「路の囁き」

夜が深まり、道路は静寂に包まれていた。
時折、冷たい風が吹き抜けるが、その音さえも穏やかで、まるで何もない世界に存在しているかのようだった。
この路は、地元の人々にとって若干の恐れの象徴でもあった。
誰もが口にしないが、夜になるとこの路には異質なものが現れるという噂があった。

ある晩、高校生の田中亮介は友人たちとタムロをして、心の底から楽しんでいた。
彼らは試験の後の解放感に浸り、ふざけあったり、怖い話で盛り上がったりしていた。
しかし、徐々に夜が深まるにつれ、徐々に不安が顔を覗かせてきた。
友人たちが「この道を通って帰ろうよ」と言い出すと、亮介はためらった。
「でも、本当に危ないかもしれないって噂があるぞ。」

しかし友人たちは興奮した様子で彼を促した。
「せっかくだから、試してみようよ。偶然何も起こらないかもしれないじゃないか。」彼らの無邪気な言葉とは裏腹に、亮介は心のどこかで恐れを感じていた。
それでも、仲間外れになりたくない一心で、彼は渋々同意した。

不安を抱えながら、一行はゆっくりとその道を歩き始めた。
あたりは暗く、月明かりがかろうじて道を照らしている。
道沿いには、古びた電柱や枯れた木々が立ち並び、まるで時が止まったかのようだった。
彼らは各々の会話を途切れさせながらも、その場の緊張感を何とか和らげようとした。

突然、亮介の足元に何かがあった。
「ちょっと、何か落ちてる。
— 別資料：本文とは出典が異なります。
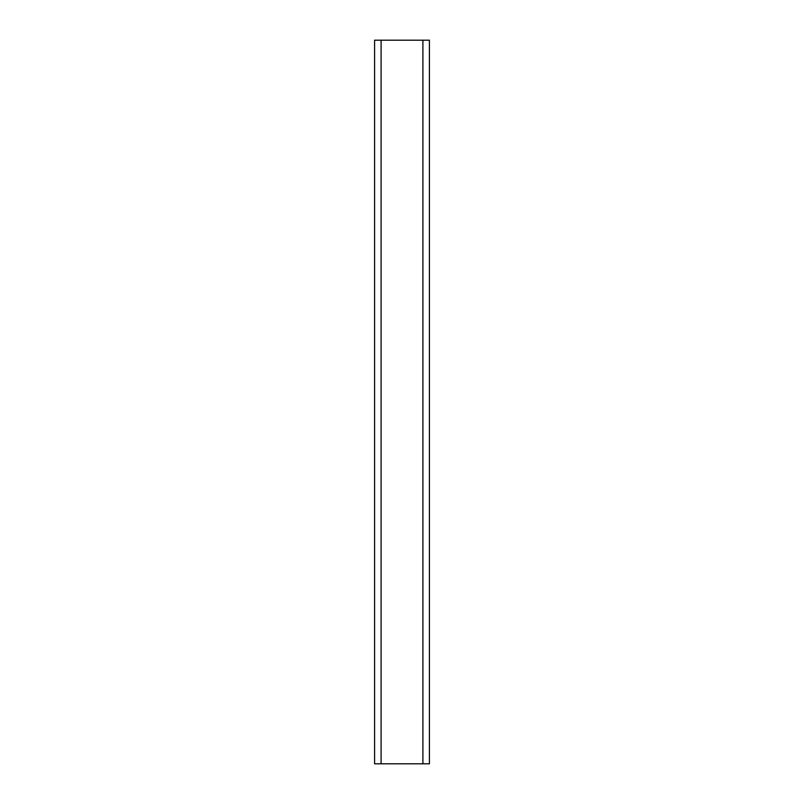 <?xml version="1.0" encoding="UTF-8"?>
<svg xmlns="http://www.w3.org/2000/svg" width="804" height="804" viewBox="0 0 804 804"><rect width="100%" height="100%" fill="white"/><g stroke="black" fill="none" stroke-linecap="round" stroke-linejoin="round"><path stroke-width="1.21" d="M429.416 763.8L374.584 763.8L374.584 40.2L429.416 40.2L429.416 763.8M381.096 763.8L381.096 40.2M422.904 763.8L422.904 40.2"/></g></svg>

」亮介はそれに気づくと、思わず立ち止まった。
友人たちも振り返り、彼の後ろに集まった。
それは、見慣れない小さな石だった。
しかし、ただの石ではなく、表面には奇妙な模様が刻まれている。
友人たちはそれを不気味に感じて、誰も近づこうとしなかった。

亮介はその石に手を伸ばし、思わず掴んでしまった。
それと同時に、急に寒風が吹き抜け、彼の心に冷たい感覚が走った。
「何か、あったのか?」亮介は周りを見回したが、何も変わった様子はない。
友人たちは驚き、彼にその石を返せと言ったが、亮介は無言で立って動かなかった。

その時、ふと遠くから声が聞こえてきた。
それはうめき声のような、低く不気味なものであった。
友人たちは彼の腕を引っ張り、一緒に走り出した。
しかし、亮介はその場に立ち尽くし、声の方を見つめたまま動けなかった。
声は次第に近づき、あたかも彼を呼び寄せるように響いていた。

「亮介、早く離れろ!」友人たちの叫び声が聞こえたが、亮介はその声を耳に入れず、ただ声に引き寄せられていく。
いつの間にか、彼は路の真ん中に立たされていた。
周囲の風景がぼんやりし、目の前に存在するものが何か異様な雰囲気を漂わせている。

次の瞬間、亮介の意識が乱れ、目の前に現れたのは、過去にこの道で行方不明になったと言われる少女だった。
彼女はどこか透明感があり、暗い影に包まれていた。
その無表情の顔をこちらに向け、何も言わずただ見るだけだった。
亮介は恐怖におののき、目を背けたが、動けない。
影は彼の周りを取り囲み、不気味な静寂が広がった。

強烈な恐怖が彼の中に広がり、彼はようやく自分の決意に呼びかけた。
「この石を返さないと、彼女の言葉が…私が選ぶ道が失われてしまう!」そう思った亮介は、意を決してその石を地面に落とした。
すると、瞬間彼の周囲の空気が変わり、少女の影が徐々に消えていった。

友人たちは驚愕の表情を浮かべて彼を見た。
「大丈夫か、亮介?」彼の手から滑り落ちた石は、無言で路に佇んでいた。
亮介は重苦しい息を吐き出し、何が起きたのか理解できないままだったが、この道の恐ろしさよりも強い決意を感じていた。
それから何とかその場から逃れることができた彼だったが、知るはずのない恐怖の影がずっと心に残ったのだった。